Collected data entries
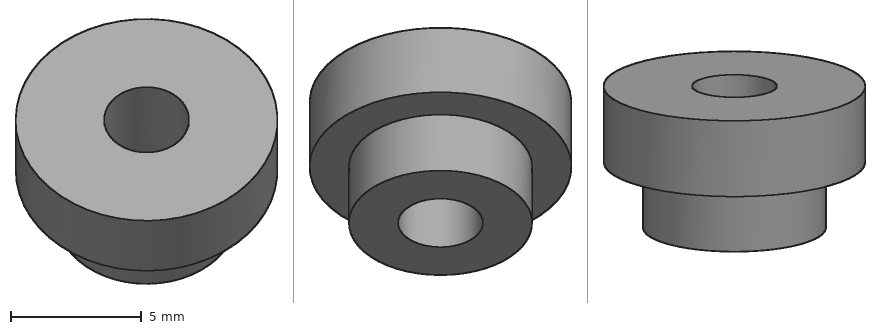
import cadquery as cq

flange_diameter = 10.0
flange_height = 3.0
spigot_diameter = 7.0
spigot_height = 2.6
bore_diameter = 3.24

spigot = cq.Workplane("XY").circle(spigot_diameter / 2).extrude(spigot_height)
flange = (
    cq.Workplane("XY")
    .workplane(offset=spigot_height)
    .circle(flange_diameter / 2)
    .extrude(flange_height)
)

total_height = spigot_height + flange_height
bore = cq.Workplane("XY").circle(bore_diameter / 2).extrude(total_height)

result = spigot.union(flange).cut(bore)
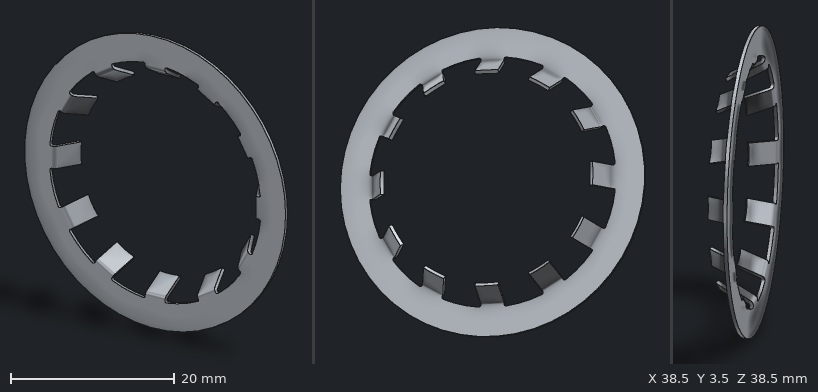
import cadquery as cq
import math

outer_radius = 19.25
inner_radius = 15.6
sheet = 0.5

tab_count = 12
tab_width = 2.95
tab_lean = math.radians(30)
bend_line_radius = 15.25
inside_bend_radius = 0.2
overall_depth = 3.5
root_fillet = 0.25
tip_arc_radius = 11.95
root_overlap = 0.58
corner_tolerance = 0.005

root_top = inner_radius + root_overlap
outside_bend_radius = inside_bend_radius + sheet
bend_angle = math.pi / 2 - tab_lean
bend_center_y = sheet + inside_bend_radius


def around_ring(shape):
    """Copies of a shape at every tab position around the Y axis."""
    step = 360 / tab_count
    return [shape.rotate((0, 0, 0), (0, 1, 0), i * step) for i in range(tab_count)]


def bend_point(radius, angle):
    """(Y, Z) point on the bend of the top tab, turned by angle from its flat root."""
    y = bend_center_y - radius * math.cos(angle)
    z = bend_line_radius - radius * math.sin(angle)
    return y, z


def along_tab(point, length):
    """Move a (Y, Z) point along the straight leaning leg of the top tab."""
    y, z = point
    return y + length * math.cos(tab_lean), z - length * math.sin(tab_lean)


def make_ring():
    """Ring with a flat root for every tab, filleted where the roots meet the bore."""
    ring = cq.Workplane("XZ").circle(outer_radius).circle(inner_radius).extrude(-sheet)
    root = (
        cq.Workplane("XZ")
        .center(0, (bend_line_radius + root_top) / 2)
        .rect(tab_width, root_top - bend_line_radius)
        .extrude(-sheet)
    )
    for copy in around_ring(root):
        ring = ring.union(copy)

    def is_bore_corner(edge):
        middle = edge.Center()
        return abs(math.hypot(middle.x, middle.z) - inner_radius) < corner_tolerance

    return ring.edges("|Y").filter(is_bore_corner).fillet(root_fillet)


def make_tab():
    """Bent tab at the top of the ring (+Z), with a concave tip."""
    front_bend_end = bend_point(outside_bend_radius, bend_angle)
    back_bend_end = bend_point(inside_bend_radius, bend_angle)
    leg_length = (overall_depth - back_bend_end[0]) / math.cos(tab_lean)
    back_tip = along_tab(back_bend_end, leg_length)
    front_tip = along_tab(front_bend_end, leg_length)
    tab = (
        cq.Workplane("YZ")
        .moveTo(0, root_top)
        .lineTo(0, bend_line_radius)
        .threePointArc(bend_point(outside_bend_radius, bend_angle / 2), front_bend_end)
        .lineTo(*front_tip)
        .lineTo(*back_tip)
        .lineTo(*back_bend_end)
        .threePointArc(bend_point(inside_bend_radius, bend_angle / 2), (sheet, bend_line_radius))
        .lineTo(sheet, root_top)
        .close()
        .extrude(tab_width / 2, both=True)
    )
    axis_offset = math.sqrt(tip_arc_radius**2 - (tab_width / 2) ** 2)
    axis_y, axis_z = along_tab(front_tip, axis_offset)
    leg_plane = cq.Plane(
        origin=(0, axis_y, axis_z),
        xDir=(1, 0, 0),
        normal=(0, math.sin(tab_lean), math.cos(tab_lean)),
    )
    tip_cutter = cq.Workplane(leg_plane).circle(tip_arc_radius).extrude(2 * sheet, both=True)
    return tab.cut(tip_cutter)


result = make_ring()
for tab in around_ring(make_tab()):
    result = result.union(tab)

### What is expected:
Once the pictures are dropped, repeat the data above exactly.

### Result of this task:
import cadquery as cq

flange_diameter = 10.0
flange_height = 3.0
spigot_diameter = 7.0
spigot_height = 2.6
bore_diameter = 3.24

spigot = cq.Workplane("XY").circle(spigot_diameter / 2).extrude(spigot_height)
flange = (
    cq.Workplane("XY")
    .workplane(offset=spigot_height)
    .circle(flange_diameter / 2)
    .extrude(flange_height)
)

total_height = spigot_height + flange_height
bore = cq.Workplane("XY").circle(bore_diameter / 2).extrude(total_height)

result = spigot.union(flange).cut(bore)
import cadquery as cq
import math

outer_radius = 19.25
inner_radius = 15.6
sheet = 0.5

tab_count = 12
tab_width = 2.95
tab_lean = math.radians(30)
bend_line_radius = 15.25
inside_bend_radius = 0.2
overall_depth = 3.5
root_fillet = 0.25
tip_arc_radius = 11.95
root_overlap = 0.58
corner_tolerance = 0.005

root_top = inner_radius + root_overlap
outside_bend_radius = inside_bend_radius + sheet
bend_angle = math.pi / 2 - tab_lean
bend_center_y = sheet + inside_bend_radius


def around_ring(shape):
    """Copies of a shape at every tab position around the Y axis."""
    step = 360 / tab_count
    return [shape.rotate((0, 0, 0), (0, 1, 0), i * step) for i in range(tab_count)]


def bend_point(radius, angle):
    """(Y, Z) point on the bend of the top tab, turned by angle from its flat root."""
    y = bend_center_y - radius * math.cos(angle)
    z = bend_line_radius - radius * math.sin(angle)
    return y, z


def along_tab(point, length):
    """Move a (Y, Z) point along the straight leaning leg of the top tab."""
    y, z = point
    return y + length * math.cos(tab_lean), z - length * math.sin(tab_lean)


def make_ring():
    """Ring with a flat root for every tab, filleted where the roots meet the bore."""
    ring = cq.Workplane("XZ").circle(outer_radius).circle(inner_radius).extrude(-sheet)
    root = (
        cq.Workplane("XZ")
        .center(0, (bend_line_radius + root_top) / 2)
        .rect(tab_width, root_top - bend_line_radius)
        .extrude(-sheet)
    )
    for copy in around_ring(root):
        ring = ring.union(copy)

    def is_bore_corner(edge):
        middle = edge.Center()
        return abs(math.hypot(middle.x, middle.z) - inner_radius) < corner_tolerance

    return ring.edges("|Y").filter(is_bore_corner).fillet(root_fillet)


def make_tab():
    """Bent tab at the top of the ring (+Z), with a concave tip."""
    front_bend_end = bend_point(outside_bend_radius, bend_angle)
    back_bend_end = bend_point(inside_bend_radius, bend_angle)
    leg_length = (overall_depth - back_bend_end[0]) / math.cos(tab_lean)
    back_tip = along_tab(back_bend_end, leg_length)
    front_tip = along_tab(front_bend_end, leg_length)
    tab = (
        cq.Workplane("YZ")
        .moveTo(0, root_top)
        .lineTo(0, bend_line_radius)
        .threePointArc(bend_point(outside_bend_radius, bend_angle / 2), front_bend_end)
        .lineTo(*front_tip)
        .lineTo(*back_tip)
        .lineTo(*back_bend_end)
        .threePointArc(bend_point(inside_bend_radius, bend_angle / 2), (sheet, bend_line_radius))
        .lineTo(sheet, root_top)
        .close()
        .extrude(tab_width / 2, both=True)
    )
    axis_offset = math.sqrt(tip_arc_radius**2 - (tab_width / 2) ** 2)
    axis_y, axis_z = along_tab(front_tip, axis_offset)
    leg_plane = cq.Plane(
        origin=(0, axis_y, axis_z),
        xDir=(1, 0, 0),
        normal=(0, math.sin(tab_lean), math.cos(tab_lean)),
    )
    tip_cutter = cq.Workplane(leg_plane).circle(tip_arc_radius).extrude(2 * sheet, both=True)
    return tab.cut(tip_cutter)


result = make_ring()
for tab in around_ring(make_tab()):
    result = result.union(tab)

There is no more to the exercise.